Field Hollers / Work Songs

  • These songs were sung on the field by enslaved Africans (and incarcerated black people post-emancipation) as they did their fieldwork. They were often sung in a call-and-response format and incorporated biblical parables and folklore into the lyrics, expressed strong emotions, and served as a coping mechanism for enslaved Africans dealing with the grief of their forced migration and incarceration. They were also used to spread secret messages and communicate amongst themselves.


  • Huddie Ledbetter was a popular folk singer of the 20th century who was known for his skill with the 12-string guitar and his role in the establishment of Folkways Records at the Smithsonian
  • Odetta was a key figure in the African American folk music revival in the 1950’s-60’s and was a pioneer of the folk-blues scene. She also performed with a guitar and was known as the voice of the civil rights movement.

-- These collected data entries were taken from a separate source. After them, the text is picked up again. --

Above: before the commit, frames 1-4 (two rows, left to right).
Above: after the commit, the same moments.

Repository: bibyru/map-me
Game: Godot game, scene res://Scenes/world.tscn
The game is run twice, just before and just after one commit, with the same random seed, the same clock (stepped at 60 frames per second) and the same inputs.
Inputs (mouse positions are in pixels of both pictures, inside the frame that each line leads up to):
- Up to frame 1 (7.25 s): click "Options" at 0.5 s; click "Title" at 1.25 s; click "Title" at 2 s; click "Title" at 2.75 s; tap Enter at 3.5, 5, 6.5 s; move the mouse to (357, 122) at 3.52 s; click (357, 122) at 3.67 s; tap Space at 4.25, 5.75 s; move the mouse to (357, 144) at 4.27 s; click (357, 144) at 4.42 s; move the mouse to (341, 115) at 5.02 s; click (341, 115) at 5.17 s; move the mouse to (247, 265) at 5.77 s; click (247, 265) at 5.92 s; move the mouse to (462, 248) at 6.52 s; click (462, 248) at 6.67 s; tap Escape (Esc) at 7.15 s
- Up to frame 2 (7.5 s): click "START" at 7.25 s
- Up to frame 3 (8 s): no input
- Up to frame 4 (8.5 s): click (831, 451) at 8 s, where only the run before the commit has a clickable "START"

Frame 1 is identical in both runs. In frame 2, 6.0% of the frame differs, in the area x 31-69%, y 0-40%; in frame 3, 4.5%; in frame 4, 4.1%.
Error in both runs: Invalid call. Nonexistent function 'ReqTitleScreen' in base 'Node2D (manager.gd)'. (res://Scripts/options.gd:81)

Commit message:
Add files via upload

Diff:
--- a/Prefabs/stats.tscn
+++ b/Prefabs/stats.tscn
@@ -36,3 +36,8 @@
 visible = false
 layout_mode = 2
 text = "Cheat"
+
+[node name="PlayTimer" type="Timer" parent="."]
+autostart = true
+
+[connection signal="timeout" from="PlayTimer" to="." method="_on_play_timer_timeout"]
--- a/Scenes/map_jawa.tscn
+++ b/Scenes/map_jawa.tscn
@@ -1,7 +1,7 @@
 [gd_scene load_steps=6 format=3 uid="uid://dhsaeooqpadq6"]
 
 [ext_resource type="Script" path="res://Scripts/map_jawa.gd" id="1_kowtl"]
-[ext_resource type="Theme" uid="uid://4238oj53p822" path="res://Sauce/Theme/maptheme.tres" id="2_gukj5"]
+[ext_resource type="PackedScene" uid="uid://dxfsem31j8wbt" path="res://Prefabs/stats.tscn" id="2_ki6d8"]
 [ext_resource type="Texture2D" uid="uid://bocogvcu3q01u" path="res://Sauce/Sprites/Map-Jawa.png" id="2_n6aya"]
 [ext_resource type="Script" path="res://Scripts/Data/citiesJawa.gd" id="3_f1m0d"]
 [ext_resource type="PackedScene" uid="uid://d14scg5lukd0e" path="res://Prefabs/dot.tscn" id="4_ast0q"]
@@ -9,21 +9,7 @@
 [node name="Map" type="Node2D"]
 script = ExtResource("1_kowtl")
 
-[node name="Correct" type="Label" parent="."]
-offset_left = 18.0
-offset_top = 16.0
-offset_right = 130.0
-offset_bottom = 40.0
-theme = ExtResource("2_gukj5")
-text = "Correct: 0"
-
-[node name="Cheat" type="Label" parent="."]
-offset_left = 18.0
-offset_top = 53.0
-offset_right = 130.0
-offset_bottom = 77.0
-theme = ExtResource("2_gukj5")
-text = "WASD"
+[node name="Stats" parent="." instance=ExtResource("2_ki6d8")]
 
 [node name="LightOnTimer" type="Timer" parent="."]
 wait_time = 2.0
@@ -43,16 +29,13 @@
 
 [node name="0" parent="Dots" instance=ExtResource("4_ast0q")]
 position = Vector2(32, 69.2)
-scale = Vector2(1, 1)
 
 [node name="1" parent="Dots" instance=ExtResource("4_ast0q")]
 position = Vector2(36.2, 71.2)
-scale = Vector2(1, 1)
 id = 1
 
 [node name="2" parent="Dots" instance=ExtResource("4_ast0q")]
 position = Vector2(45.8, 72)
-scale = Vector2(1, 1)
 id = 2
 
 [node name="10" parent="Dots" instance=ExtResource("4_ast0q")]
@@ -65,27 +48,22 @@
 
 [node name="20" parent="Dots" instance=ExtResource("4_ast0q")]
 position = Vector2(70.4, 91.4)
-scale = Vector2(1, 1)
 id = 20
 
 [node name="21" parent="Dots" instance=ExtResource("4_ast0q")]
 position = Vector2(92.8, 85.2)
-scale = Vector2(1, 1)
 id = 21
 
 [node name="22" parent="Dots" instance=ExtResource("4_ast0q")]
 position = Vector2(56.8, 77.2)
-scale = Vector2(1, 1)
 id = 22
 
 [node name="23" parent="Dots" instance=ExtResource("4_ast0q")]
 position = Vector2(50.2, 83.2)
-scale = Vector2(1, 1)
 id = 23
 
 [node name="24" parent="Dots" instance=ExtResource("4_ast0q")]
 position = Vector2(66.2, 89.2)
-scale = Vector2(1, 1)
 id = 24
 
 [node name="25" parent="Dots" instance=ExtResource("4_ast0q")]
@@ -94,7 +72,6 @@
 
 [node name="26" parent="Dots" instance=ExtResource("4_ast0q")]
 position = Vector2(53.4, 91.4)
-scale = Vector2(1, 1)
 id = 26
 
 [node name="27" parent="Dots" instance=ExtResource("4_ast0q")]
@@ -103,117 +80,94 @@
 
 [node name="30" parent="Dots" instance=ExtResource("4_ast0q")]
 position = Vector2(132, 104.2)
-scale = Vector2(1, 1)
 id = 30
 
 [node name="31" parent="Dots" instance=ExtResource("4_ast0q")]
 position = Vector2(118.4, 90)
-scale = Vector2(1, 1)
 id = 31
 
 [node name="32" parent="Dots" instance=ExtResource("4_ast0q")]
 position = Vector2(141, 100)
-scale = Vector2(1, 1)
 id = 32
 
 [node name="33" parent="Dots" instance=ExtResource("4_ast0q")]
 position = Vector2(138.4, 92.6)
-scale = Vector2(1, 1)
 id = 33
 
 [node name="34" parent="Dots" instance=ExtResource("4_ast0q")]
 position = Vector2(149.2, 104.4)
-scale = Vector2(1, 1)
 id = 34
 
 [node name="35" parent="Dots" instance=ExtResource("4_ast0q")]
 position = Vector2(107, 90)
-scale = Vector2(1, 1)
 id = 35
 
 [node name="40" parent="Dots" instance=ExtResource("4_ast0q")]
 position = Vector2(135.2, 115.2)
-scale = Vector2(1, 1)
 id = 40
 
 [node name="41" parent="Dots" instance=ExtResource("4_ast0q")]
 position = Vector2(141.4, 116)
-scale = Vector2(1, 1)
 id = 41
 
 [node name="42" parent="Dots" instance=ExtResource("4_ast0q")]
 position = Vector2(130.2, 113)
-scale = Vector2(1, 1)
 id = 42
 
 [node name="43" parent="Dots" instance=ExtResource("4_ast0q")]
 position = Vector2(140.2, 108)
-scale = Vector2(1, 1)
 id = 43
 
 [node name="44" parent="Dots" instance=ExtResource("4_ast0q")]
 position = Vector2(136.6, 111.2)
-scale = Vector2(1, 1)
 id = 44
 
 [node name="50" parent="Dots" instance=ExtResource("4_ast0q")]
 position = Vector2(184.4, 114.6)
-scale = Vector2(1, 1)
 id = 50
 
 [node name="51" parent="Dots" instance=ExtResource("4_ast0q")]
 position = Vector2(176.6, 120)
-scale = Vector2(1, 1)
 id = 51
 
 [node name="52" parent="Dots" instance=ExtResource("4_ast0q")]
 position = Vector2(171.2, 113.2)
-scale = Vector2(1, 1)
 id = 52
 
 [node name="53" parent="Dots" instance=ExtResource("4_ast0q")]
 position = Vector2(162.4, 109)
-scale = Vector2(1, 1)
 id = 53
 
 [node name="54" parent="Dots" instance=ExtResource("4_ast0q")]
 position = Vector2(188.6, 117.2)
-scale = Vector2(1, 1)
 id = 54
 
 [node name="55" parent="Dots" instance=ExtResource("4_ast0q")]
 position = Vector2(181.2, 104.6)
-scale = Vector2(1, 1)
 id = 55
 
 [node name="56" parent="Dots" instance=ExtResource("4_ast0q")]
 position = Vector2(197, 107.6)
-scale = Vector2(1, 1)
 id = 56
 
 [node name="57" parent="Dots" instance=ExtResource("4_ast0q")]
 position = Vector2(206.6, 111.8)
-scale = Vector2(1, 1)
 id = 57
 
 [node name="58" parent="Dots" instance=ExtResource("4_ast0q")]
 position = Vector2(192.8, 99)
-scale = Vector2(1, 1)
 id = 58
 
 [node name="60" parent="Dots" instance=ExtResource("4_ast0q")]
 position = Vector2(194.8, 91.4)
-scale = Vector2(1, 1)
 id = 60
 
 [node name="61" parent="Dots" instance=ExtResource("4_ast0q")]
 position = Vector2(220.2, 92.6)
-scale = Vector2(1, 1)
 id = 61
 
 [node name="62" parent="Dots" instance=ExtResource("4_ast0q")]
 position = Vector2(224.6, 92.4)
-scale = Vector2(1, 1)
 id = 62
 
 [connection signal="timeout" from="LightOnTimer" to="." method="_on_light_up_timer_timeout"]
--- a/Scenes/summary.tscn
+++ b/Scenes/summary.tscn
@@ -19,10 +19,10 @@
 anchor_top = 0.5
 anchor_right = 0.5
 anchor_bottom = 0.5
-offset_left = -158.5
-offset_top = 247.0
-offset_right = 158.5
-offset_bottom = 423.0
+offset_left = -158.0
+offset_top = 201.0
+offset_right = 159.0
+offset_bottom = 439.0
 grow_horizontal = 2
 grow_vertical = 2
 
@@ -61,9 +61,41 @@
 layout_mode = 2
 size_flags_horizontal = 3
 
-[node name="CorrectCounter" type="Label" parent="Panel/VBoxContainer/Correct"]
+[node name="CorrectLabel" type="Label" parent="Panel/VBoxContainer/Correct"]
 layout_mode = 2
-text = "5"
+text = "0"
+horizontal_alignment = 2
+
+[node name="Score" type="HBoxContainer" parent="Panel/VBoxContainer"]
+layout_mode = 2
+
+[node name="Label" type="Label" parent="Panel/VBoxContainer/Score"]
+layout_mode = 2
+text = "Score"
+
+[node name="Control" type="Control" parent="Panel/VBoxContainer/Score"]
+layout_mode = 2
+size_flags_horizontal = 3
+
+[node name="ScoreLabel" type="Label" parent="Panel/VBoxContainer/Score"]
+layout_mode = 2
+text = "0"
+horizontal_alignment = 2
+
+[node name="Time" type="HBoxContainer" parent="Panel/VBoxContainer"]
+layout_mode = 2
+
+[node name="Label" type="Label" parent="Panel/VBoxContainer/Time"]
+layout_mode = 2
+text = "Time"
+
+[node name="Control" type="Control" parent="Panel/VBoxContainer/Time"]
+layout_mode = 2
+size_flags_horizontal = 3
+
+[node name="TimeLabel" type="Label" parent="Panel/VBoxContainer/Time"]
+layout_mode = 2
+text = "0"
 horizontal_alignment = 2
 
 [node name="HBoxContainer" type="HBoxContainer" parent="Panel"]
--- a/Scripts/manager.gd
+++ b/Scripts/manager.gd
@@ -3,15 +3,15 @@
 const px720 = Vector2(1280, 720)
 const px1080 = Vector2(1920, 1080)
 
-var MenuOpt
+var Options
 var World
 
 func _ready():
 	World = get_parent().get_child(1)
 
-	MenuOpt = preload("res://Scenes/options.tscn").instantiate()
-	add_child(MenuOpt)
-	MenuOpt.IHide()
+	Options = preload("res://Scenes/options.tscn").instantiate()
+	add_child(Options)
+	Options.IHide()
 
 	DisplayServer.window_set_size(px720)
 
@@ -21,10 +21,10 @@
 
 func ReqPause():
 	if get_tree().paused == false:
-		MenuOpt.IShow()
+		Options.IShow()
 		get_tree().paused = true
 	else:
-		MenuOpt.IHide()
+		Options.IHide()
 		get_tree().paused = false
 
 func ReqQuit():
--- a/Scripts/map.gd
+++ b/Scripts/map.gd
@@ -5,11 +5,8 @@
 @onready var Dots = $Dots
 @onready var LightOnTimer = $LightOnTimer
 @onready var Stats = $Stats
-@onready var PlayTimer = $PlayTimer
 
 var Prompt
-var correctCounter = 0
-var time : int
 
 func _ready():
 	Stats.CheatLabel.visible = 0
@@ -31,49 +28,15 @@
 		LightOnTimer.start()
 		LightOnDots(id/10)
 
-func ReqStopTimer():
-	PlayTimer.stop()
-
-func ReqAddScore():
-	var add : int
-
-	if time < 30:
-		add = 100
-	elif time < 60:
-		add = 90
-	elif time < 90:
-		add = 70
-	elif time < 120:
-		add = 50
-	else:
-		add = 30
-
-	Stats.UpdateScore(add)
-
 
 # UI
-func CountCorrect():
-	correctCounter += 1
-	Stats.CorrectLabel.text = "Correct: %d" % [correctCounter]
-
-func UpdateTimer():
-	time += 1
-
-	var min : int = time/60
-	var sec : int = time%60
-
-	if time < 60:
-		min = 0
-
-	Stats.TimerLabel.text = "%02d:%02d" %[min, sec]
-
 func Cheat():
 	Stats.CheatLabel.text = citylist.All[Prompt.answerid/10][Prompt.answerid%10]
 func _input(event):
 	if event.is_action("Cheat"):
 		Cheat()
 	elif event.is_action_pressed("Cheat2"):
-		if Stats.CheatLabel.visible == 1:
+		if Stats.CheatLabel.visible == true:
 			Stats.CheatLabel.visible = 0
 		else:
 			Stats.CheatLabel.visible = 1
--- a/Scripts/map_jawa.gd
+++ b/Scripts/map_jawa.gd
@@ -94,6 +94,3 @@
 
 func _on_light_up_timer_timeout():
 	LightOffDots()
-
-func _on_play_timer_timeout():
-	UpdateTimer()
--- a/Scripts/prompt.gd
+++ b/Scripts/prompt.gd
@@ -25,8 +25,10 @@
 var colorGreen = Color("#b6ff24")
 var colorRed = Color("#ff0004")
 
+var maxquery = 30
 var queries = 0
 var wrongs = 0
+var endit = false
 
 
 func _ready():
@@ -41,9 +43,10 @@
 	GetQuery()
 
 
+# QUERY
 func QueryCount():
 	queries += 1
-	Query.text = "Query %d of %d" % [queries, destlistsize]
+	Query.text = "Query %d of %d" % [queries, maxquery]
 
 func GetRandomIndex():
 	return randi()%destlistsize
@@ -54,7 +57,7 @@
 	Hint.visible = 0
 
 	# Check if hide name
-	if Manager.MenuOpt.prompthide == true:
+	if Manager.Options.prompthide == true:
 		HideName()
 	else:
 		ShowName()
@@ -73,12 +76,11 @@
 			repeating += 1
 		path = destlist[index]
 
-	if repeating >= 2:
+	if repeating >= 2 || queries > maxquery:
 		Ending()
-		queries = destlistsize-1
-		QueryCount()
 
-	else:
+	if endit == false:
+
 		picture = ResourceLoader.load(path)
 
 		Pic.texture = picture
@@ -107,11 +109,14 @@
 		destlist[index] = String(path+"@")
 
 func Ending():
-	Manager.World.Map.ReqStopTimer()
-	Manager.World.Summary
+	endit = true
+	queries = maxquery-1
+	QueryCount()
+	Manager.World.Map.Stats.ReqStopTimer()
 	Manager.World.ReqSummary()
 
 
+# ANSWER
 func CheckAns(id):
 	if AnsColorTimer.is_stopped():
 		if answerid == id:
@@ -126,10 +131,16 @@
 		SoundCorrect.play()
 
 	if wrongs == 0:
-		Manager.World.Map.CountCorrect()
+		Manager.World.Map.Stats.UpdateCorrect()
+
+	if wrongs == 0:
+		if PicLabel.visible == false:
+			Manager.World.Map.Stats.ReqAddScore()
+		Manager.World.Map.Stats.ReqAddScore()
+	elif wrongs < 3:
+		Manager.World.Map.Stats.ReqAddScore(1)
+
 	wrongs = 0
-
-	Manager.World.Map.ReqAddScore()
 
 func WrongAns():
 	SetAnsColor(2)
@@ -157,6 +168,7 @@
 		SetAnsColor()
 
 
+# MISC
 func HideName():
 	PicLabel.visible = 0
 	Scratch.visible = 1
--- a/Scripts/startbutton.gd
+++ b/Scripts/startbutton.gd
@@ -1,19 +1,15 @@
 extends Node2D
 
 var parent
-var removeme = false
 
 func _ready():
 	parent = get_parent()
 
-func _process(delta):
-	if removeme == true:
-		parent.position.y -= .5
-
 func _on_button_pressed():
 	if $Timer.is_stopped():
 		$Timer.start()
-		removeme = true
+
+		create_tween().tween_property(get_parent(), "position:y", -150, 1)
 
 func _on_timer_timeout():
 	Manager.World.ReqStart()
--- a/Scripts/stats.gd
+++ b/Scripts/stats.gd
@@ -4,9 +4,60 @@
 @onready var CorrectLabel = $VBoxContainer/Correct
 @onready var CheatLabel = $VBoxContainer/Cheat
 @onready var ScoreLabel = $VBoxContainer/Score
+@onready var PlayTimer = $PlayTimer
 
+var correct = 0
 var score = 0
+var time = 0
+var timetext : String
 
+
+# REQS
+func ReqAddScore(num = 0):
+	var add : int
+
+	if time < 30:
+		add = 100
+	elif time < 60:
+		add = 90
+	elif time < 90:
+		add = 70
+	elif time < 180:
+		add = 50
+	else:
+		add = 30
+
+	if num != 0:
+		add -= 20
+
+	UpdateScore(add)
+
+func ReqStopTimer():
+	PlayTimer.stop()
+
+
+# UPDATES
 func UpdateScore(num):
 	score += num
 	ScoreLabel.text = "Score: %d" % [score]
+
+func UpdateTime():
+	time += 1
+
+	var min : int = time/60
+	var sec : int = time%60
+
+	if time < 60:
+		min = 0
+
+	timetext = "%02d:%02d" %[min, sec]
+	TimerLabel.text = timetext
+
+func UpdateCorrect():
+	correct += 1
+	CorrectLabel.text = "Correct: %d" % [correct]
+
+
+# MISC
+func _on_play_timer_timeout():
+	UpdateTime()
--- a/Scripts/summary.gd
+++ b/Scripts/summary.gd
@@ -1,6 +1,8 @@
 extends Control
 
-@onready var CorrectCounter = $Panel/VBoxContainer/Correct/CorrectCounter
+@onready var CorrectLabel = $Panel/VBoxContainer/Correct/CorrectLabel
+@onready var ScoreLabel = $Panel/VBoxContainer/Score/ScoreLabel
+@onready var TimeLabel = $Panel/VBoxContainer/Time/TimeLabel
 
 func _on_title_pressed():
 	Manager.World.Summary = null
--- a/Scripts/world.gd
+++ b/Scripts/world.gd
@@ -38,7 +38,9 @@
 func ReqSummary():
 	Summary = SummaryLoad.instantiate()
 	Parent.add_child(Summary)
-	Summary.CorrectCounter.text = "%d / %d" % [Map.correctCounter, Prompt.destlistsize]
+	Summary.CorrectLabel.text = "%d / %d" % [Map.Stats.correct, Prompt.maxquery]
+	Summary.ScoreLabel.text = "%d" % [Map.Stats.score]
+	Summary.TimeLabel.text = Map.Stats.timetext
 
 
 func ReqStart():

Folk Fashion and Influences

  • The style of dress at this time resembled European victorian style clothing
  • Women wore long dresses/skirts and blouses with puffed sleeves and men wore dress pants with suspenders or waistcoats and blazer-like jackets
  • During enslavement, black people were dressed somewhat uniformly, with women wearing aprons and bonnets with long dresses to work and men wearing pants with button down shirts (often) white and sometimes suspenders and hats. Both typically genders wore leather shoes without buckles
  • Folk music influenced many genres, including blues, jazz, and gospel music. Its influence can be seen in the soulful and emotional nature of blues music, which is similar to the emotion put into the lyrics of folk songs (especially work songs). A lot of blues music uses and draws inspiration from the spirituals, field hollers, and ballads of the African American folk music era.
  • Rap music also draws inspiration from folk music which can be seen through its use of intricate wordplay and sampling of old folk songs (ex. Jay-Z’s song “The Story of O.J.” samples Nina Simone’s “Four Women”).